Define the $\mathfrak{g}$-valued $2$-form
\begin{align*}
A := d\theta + \frac{1}{2}[\theta \wedge \theta] \in \Omega^2(G;\mathfrak{g}).
\end{align*}
Both $d\theta$ and $[\theta \wedge \theta]$ are $C^\infty(G)$-bilinear in vector fields after evaluation as $2$-forms, so $A$ is tensorial. Therefore, to prove $A = 0$, it is enough to prove
\begin{align*}
A(X_\xi,X_\eta) = 0
\end{align*}
for all $\xi,\eta \in \mathfrak{g}$.
[guided]
We want to prove an equality of $\mathfrak{g}$-valued $2$-forms. A $2$-form is determined pointwise by its values on pairs of tangent vectors, and it is enough to test those values on any spanning family at each tangent space.

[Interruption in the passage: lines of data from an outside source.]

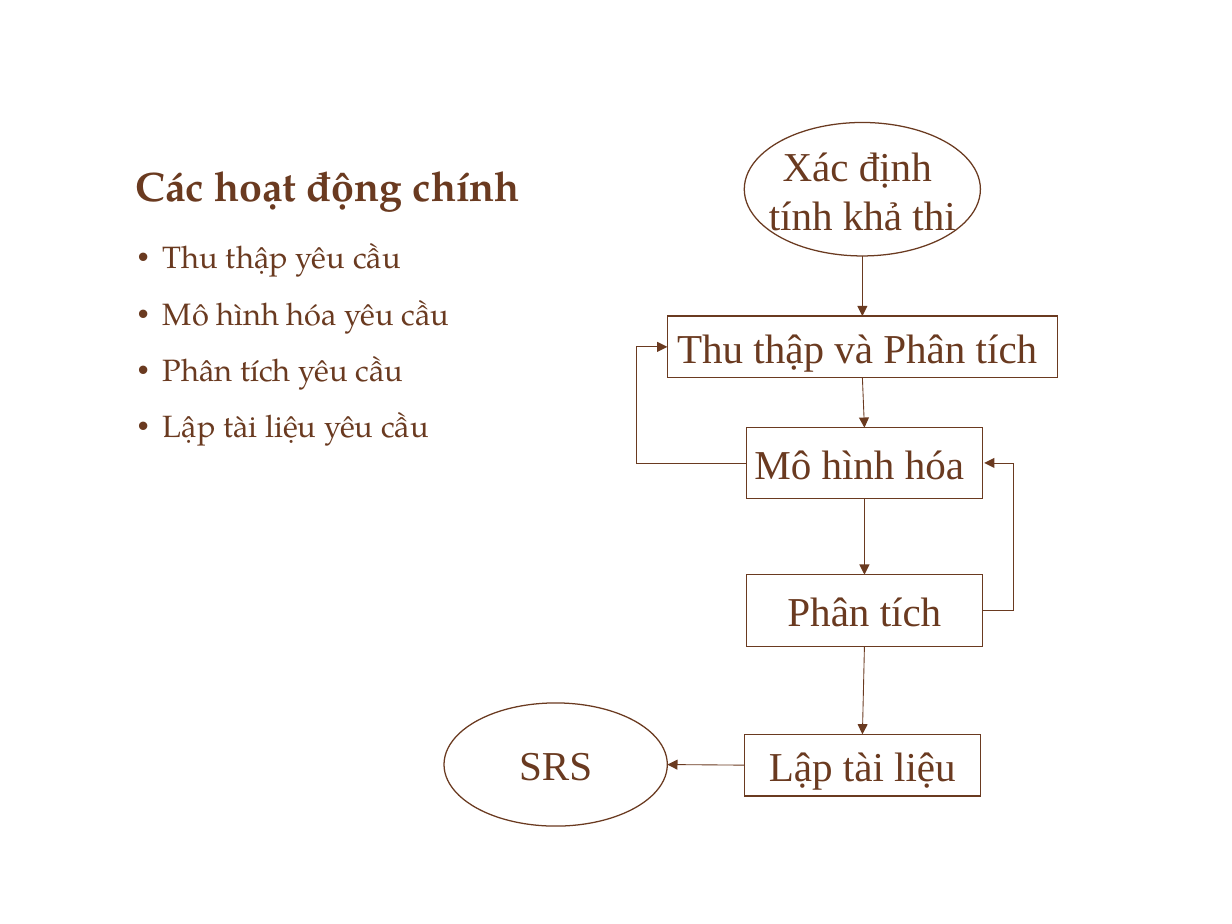
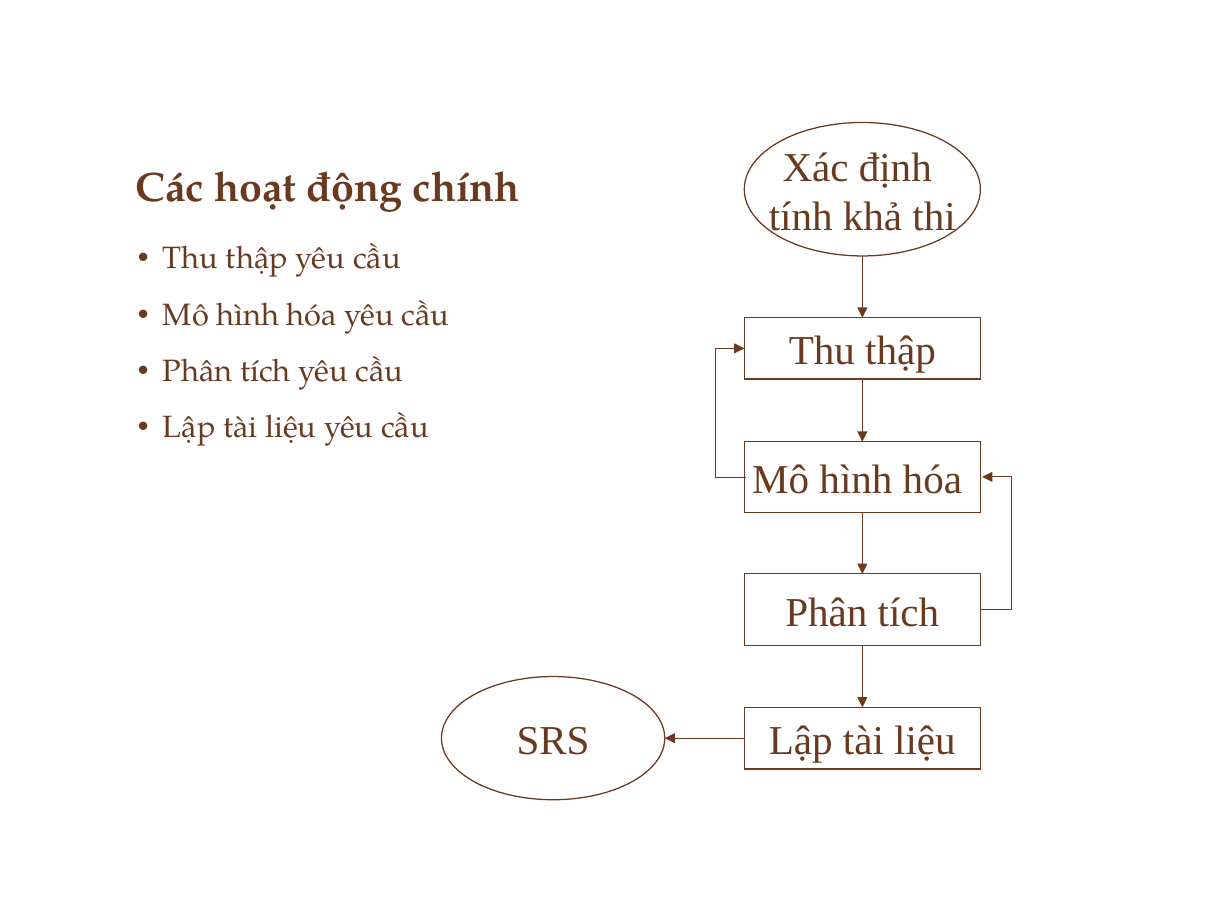
Before and after one commit to ChrisJamison/seminar_cnpm, a slide deck: slide 12 of Seminar/Software Requirement.pptx. Drawn at 1232x924 pixels with LibreOffice and Linux fonts; fonts in the diff are those of the drawing; background and template pictures are left out. Boxes give left, top, right and bottom in pixels: in the first picture for what was removed or moved away, otherwise in the second. Text is boxed around its words. In the diff, an @@ line names an element or a change of style, - is before the commit and + after.

```diff
--- a/Seminar/Software Requirement.pptx
+++ b/Seminar/Software Requirement.pptx
@@ rectangle "Thu thập": place and size @@
-rectangle "Thu thập" at [668, 317, 1058, 378]
+rectangle "Thu thập" at [744, 318, 981, 379]
@@ elbow arrow moved from (747, 463) - (668, 347) to (747, 477) - (744, 349) @@
@@ text in rectangle at [789, 335, 936, 372]: text changed @@
-Thu thập và Phân tích
+Thu thập
@@ arrow moved from (862, 378) - (865, 428) to (862, 379) - (862, 441) @@
@@ rectangle "Mô hình hóa": place and size @@
-rectangle "Mô hình hóa" at [747, 428, 983, 498]
+rectangle "Mô hình hóa" at [744, 441, 981, 511]
@@ elbow arrow moved from (982, 611) - (984, 463) to (981, 610) - (982, 477) @@
@@ arrow moved from (865, 499) - (865, 574) to (862, 513) - (862, 574) @@
@@ arrow moved from (865, 647) - (862, 734) to (862, 646) - (862, 707) @@
@@ ellipse "SRS": place and size @@
-ellipse "SRS" at [444, 703, 667, 827]
+ellipse "SRS" at [441, 676, 664, 800]
@@ rectangle "Lập tài liệu": place and size @@
-rectangle "Lập tài liệu" at [744, 734, 981, 796]
+rectangle "Lập tài liệu" at [744, 707, 981, 769]
@@ arrow moved from (744, 765) - (668, 765) to (744, 738) - (665, 738) @@
```
Also in this commit, not shown: 14 other slides changed, 7 slides added, 1 slide removed.
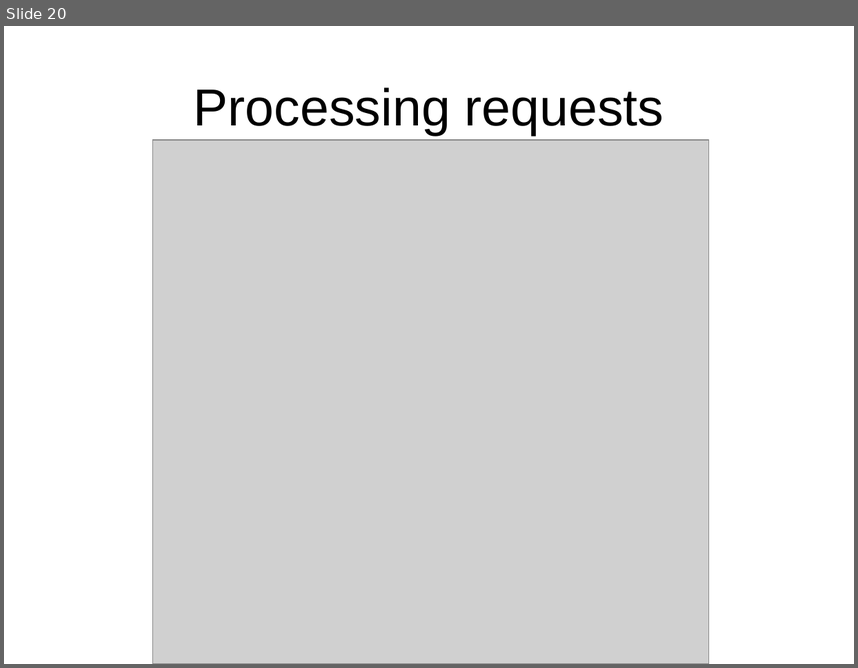
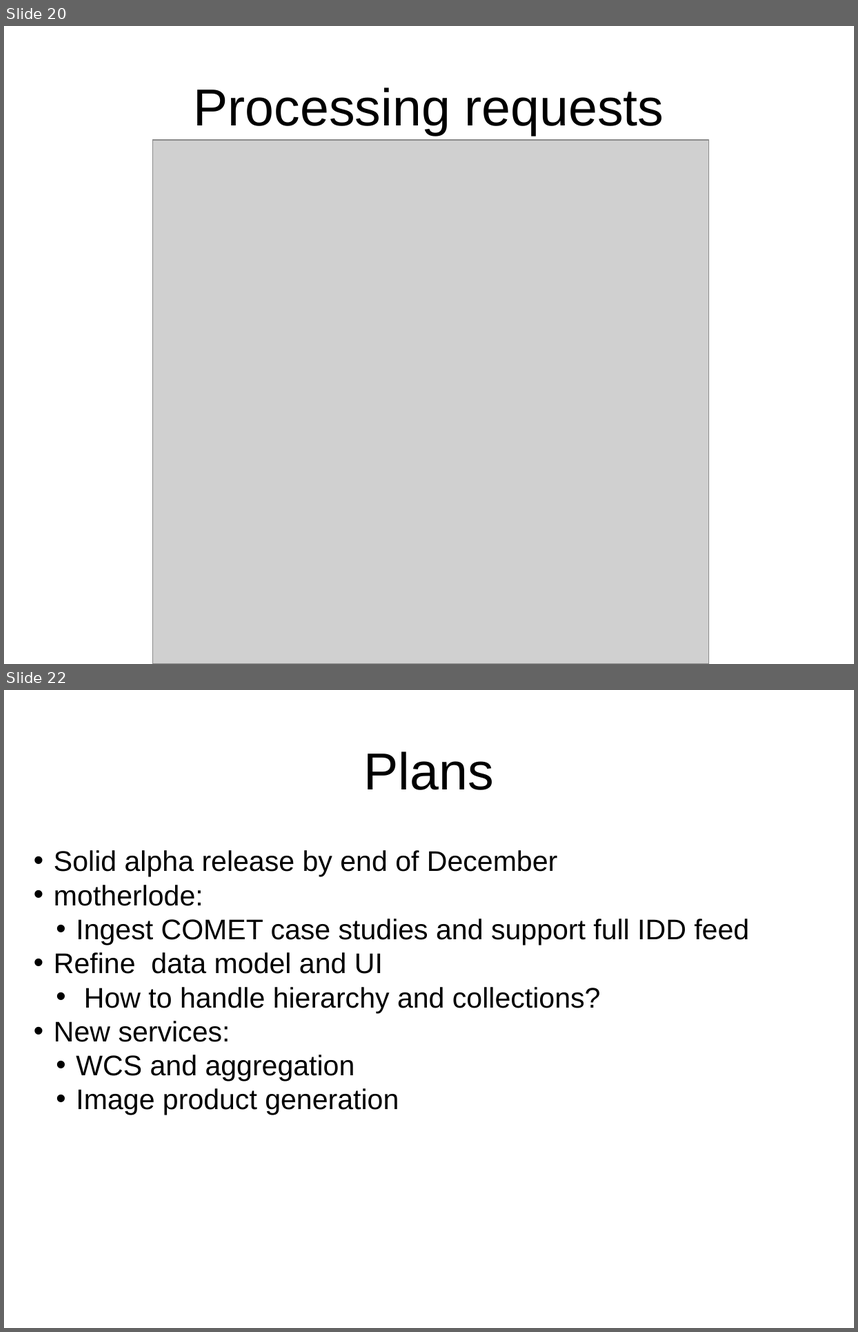
Before and after one commit to Unidata/IDV, a slide deck: ucar/unidata/repository/docs/presentations/architecture.ppt. Shown one above the other, each under a label of ours: slide 20 before the commit, slides 20 and 22 after it; the slides between them are not shown. The pictures are 858x668 and 858x1332 pixels, drawn with LibreOffice and Linux fonts; fonts in the diff are those of the drawing; grey boxes stand for pictures. Boxes give left, top, right and bottom in pixels: in the first picture for what was removed or moved away, otherwise in the second. Text is boxed around its words. In the diff, an @@ line names an element or a change of style, - is before the commit and + after.

```diff
--- a/ucar/unidata/repository/docs/presentations/architecture.ppt
+++ b/ucar/unidata/repository/docs/presentations/architecture.ppt
@@ slide 22 added at (4,690,854,1328), background #FFFFFF @@
@@ title added at (364,751,494,790), 44 pt, text #000000 @@
+Plans
@@ text added at (54,850,749,1115), 24 pt, text #000000 @@
+• Solid alpha release by end of December
+• motherlode:
+  • Ingest COMET case studies and support full IDD feed
+• Refine data model and UI
+  • How to handle hierarchy and collections?
+• New services:
+  • WCS and aggregation
+  • Image product generation
```
Also in this commit, not shown: 2 slides changed, 1 other slide added, 9 other files.
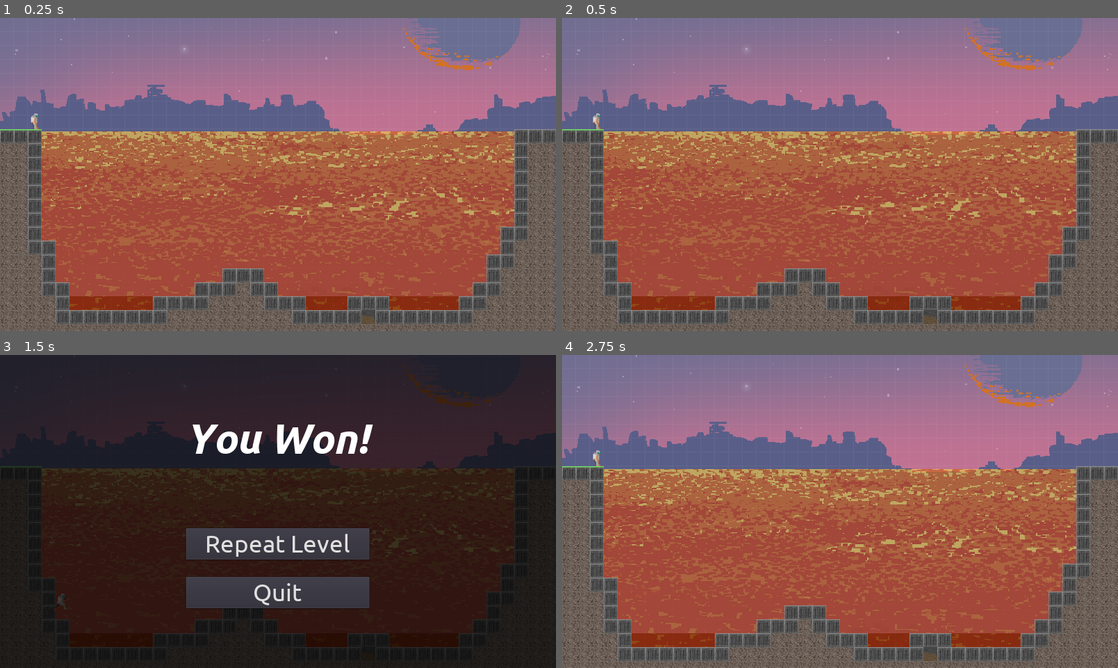
Above: before the commit, frames 1-4 (two rows, left to right).
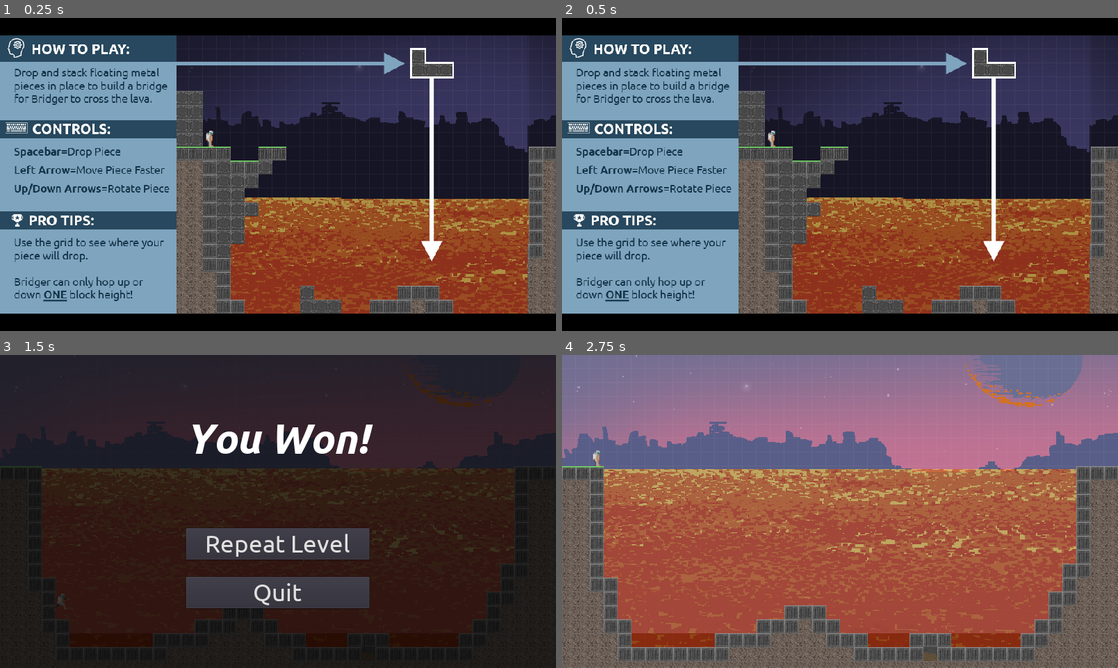
Above: after the commit, the same moments.

Repository: jtuttle/bridger
Game: Godot game, scene res://objects/UI/tutorial_screen/tutorial_screen.tscn
The game is run twice, just before and just after one commit, with the same random seed, the same clock (stepped at 60 frames per second) and the same inputs. Before the commit the project starts from res://objects/levels/game/game.tscn.
Inputs (mouse positions are in pixels of both pictures, inside the frame that each line leads up to):
- Up to frame 1 (0.25 s): no input
- Up to frame 2 (0.5 s): no input
- Up to frame 3 (1.5 s): click (278, 511) at 0.52 s; hold Escape (bring_up_ui) from 1.28 s (still down); hold Space (drop_piece) from 1.28 s (still down)
- Up to frame 4 (2.75 s): release Escape (bring_up_ui) at 2 s; release Space (drop_piece) at 2 s; click "Repeat Level" at 2 s

The runs differ from the first frame. In frame 1, 94% of the frame differs, in the area x 0-100%, y 0-100%; in frame 2, 94%; in frame 3, less than 0.1%; in frame 4, nothing differs.

Commit message:
tutorial

Diff:
--- a/objects/UI/tutorial_screen/tutorial_screen.gd
+++ b/objects/UI/tutorial_screen/tutorial_screen.gd
@@ -2,3 +2,7 @@
 
 # Called when the node enters the scene tree for the first time.
 func _ready():
+	$texture_button.connect("pressed", self, "_start_game")
+
+func _start_game():
+	get_tree().change_scene("res://objects/levels/game/game.tscn")
--- a/objects/UI/tutorial_screen/tutorial_screen.tscn
+++ b/objects/UI/tutorial_screen/tutorial_screen.tscn
@@ -1,16 +1,19 @@
-[gd_scene load_steps=2 format=2]
+[gd_scene load_steps=3 format=2]
 
-[ext_resource path="res://images/tutorial.png" type="Texture" id=1]
+[ext_resource path="res://images/tutorial_screen.png" type="Texture" id=1]
+[ext_resource path="res://objects/UI/tutorial_screen/tutorial_screen.gd" type="Script" id=2]
 
 [node name="tutorial_screen" type="CenterContainer"]
 anchor_right = 1.0
 anchor_bottom = 1.0
 size_flags_vertical = 2
+script = ExtResource( 2 )
 __meta__ = {
 "_edit_use_anchors_": false
 }
 
-[node name="sprite" type="Sprite" parent="."]
-position = Vector2( 481, 269.5 )
-scale = Vector2( 0.952083, 0.952083 )
-texture = ExtResource( 1 )
+[node name="texture_button" type="TextureButton" parent="."]
+margin_top = 30.0
+margin_right = 960.0
+margin_bottom = 510.0
+texture_normal = ExtResource( 1 )
--- a/objects/global/global.gd
+++ b/objects/global/global.gd
@@ -5,12 +5,15 @@
 const _level_suffix = ".tscn"
 var _level_num = 1
 
-onready var _level_holder = get_node("/root/game/level_holder")
+var _level_holder
 
 # Called when the node enters the scene tree for the first time.
 func _ready():
+#	_level_holder = get_node("/root/game/level_holder")
 	pass # Replace with function body.
 
+func initialize_level(level_holder):
+	_level_holder = level_holder
 
 func set_level_num(new_num : int):
 	_level_num = new_num
@@ -41,12 +44,14 @@
 func load_level():
 	print("load_level")
 	# Remove the current level
-	var level = _level_holder.get_node(get_level_name())
-	_level_holder.remove_child(level)
-	level.call_deferred("free")
+	var level = _level_holder.get_child(0)
+	level.name = "old_level"
 
 	#load the next level
 	var path = get_level_path()
 	var next_level_resource = load(path)
 	var next_level = next_level_resource.instance()
 	_level_holder.add_child(next_level)
+
+	_level_holder.remove_child(level)
+	level.call_deferred("free")
--- a/objects/levels/level_controller.gd
+++ b/objects/levels/level_controller.gd
@@ -62,6 +62,8 @@
 	_win_screen.connect("NEXT_LEVEL", self, "_reset")
 	_win_screen.connect("REPEAT_LEVEL", self, "_reset")
 	_lose_screen.connect("REPEAT_LEVEL", self, "_reset")
+
+	global.initialize_level(get_child(0))
 
 	_start_level()
 
--- a/project.godot
+++ b/project.godot
@@ -17,7 +17,7 @@
 
 config/name="bridger"
 config/description="Global Game Jam 2020 entry. \"Repair\" is the theme,"
-run/main_scene="res://objects/levels/game/game.tscn"
+run/main_scene="res://objects/UI/tutorial_screen/tutorial_screen.tscn"
 boot_splash/image="res://images/splash.png"
 boot_splash/bg_color=Color( 0, 0, 0, 1 )
 config/icon="res://images/icon.png"

For every $\xi \in \mathfrak{g}$, define the left-invariant vector field $X_\xi: G \to TG$ by $X_\xi(g) = d(L_g)_e(\xi)$ for each $g \in G$. This is the vector field obtained by translating the tangent vector $\xi \in T_eG$ to every other tangent space using left multiplication. For a fixed $g \in G$, the map $L_g: G \to G$ is a diffeomorphism with inverse $L_{g^{-1}}: G \to G$, so its differential
\begin{align*}
d(L_g)_e: \mathfrak{g} \to T_gG
\end{align*}
is a linear isomorphism. Its inverse is $d(L_{g^{-1}})_g: T_gG \to \mathfrak{g}$. Hence every vector in $T_gG$ has the form $X_\xi(g)$ for a unique $\xi \in \mathfrak{g}$.
Now define
\begin{align*}
A := d\theta + \frac{1}{2}[\theta \wedge \theta] \in \Omega^2(G;\mathfrak{g}).
\end{align*}
The expression $A$ is a genuine $2$-form, so its value $A_g(u,v)$ depends only on the tangent vectors $u,v \in T_gG$, not on the particular vector fields extending them. Therefore, since the vectors $X_\xi(g)$ span $T_gG$ for each $g \in G$, proving
\begin{align*}
A(X_\xi,X_\eta) = 0
\end{align*}
for all $\xi,\eta \in \mathfrak{g}$ proves $A_g(u,v)=0$ for every $g \in G$ and every $u,v \in T_gG$. This is exactly the assertion that $A=0$ in $\Omega^2(G;\mathfrak{g})$.
[/guided]
[/step]
[step:Evaluate the Maurer-Cartan form on left-invariant vector fields]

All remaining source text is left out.